Roman Cats

A Snooze at the Piramide

Neighbourhood Cat Shelter

Someone has gone to the trouble of building a little cat shelter on the sidewalk on our street. It is covered with black plastic, spotlessly clean and seems to be equipped with fresh bowls of food and water every day. I’m very intrigued as to who is tending to it but so far I’ve only seen a couple of cats taking advantage of this rather pleasant abode for a cat. On a recent visit to the Piramde, we saw a couple of huge cats like little baby lions. How did they get so fat? Well around the corner, at the base of the ruins was a little trolley with bowls of cat food and water.

Cat Banquet by Le Gattare

I guess all you cat lovers will know this but I was fascinated to find that there is an army of women (and some men) in Rome who go around feeding stray cats. They even have a name: Le Gattare or Cat Ladies. Apparently, there are 300,000 or so feral cats in Rome. Yet they all look sleek and well fed and one sees them indolently lying around the monuments. I have not yet seen a stray cat looking mangy or hungry. At Torre Argentina, the Roman ruins right in the middle of the city, there is a cat shelter where cats are treated and neutered, the females such that they still maintain their heat cycles so that the males are not tempted to go elsewhere for their pleasures! Money for this comes from public funds as well as from private donations. How did all this come about? Rome has a law whereby its illegal to euthanize a cat and a cat actually has the right to live where it was born. A 1991 biocultural heritage law declared that 5 or more cats living together in a natural urban environment cannot be moved or chased away.

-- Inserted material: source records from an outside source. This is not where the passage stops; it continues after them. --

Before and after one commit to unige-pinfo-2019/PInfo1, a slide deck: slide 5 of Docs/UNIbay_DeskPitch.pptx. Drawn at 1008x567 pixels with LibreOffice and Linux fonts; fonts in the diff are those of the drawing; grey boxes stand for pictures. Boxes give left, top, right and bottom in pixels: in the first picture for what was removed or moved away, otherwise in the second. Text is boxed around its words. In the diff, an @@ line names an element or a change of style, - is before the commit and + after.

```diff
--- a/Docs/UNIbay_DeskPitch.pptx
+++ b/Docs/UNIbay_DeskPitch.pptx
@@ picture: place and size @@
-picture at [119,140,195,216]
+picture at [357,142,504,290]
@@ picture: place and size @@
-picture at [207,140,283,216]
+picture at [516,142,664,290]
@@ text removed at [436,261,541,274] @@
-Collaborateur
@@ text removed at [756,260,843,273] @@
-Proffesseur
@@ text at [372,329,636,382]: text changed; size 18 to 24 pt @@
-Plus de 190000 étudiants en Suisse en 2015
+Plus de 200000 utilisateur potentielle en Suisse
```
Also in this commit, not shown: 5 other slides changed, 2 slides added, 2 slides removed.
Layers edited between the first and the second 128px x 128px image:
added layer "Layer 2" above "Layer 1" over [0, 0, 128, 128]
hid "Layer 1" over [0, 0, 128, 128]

Vatican Museums: Egyptian Tomb Funerary Object

Cats in Rome and elsewhere actually originated in Egypt. As far back as 2 – 3,000 BC they were regarded as sacred animals. Funerary objects in Egyptians tombs often included bronze or stone carvings of cats. They became domesticated in Egypt and were used to keep down the rodent population in granaries and fields but were still regarded as sacred and the penalty for killing a cat even in 500 BC was death. After the fall of the Egyptian empire, they spread to Italy and other parts of the world in ships. They were instrumental in keeping the rat population under control in the city of Rome but somehow, in the Middle Ages, cats fell into disrepute. Pope Gregory IX around 1232, declared the cat to be a diabolical creature and the embodiment of the devil. Too bad as they might have kept the rat population down during the plague and Black Death! In Elizabethan England, people who owned cats were suspected of being witches and were sometimes burned at the stake together with their cats. I guess people finally came to their senses when they appreciated the importance of cats in keeping rodents at bay. ┬áPresent day cats are so well fed and pampered in many places that I’m not sure they would be any use catching mice, and of course nobody has mice in their homes do they?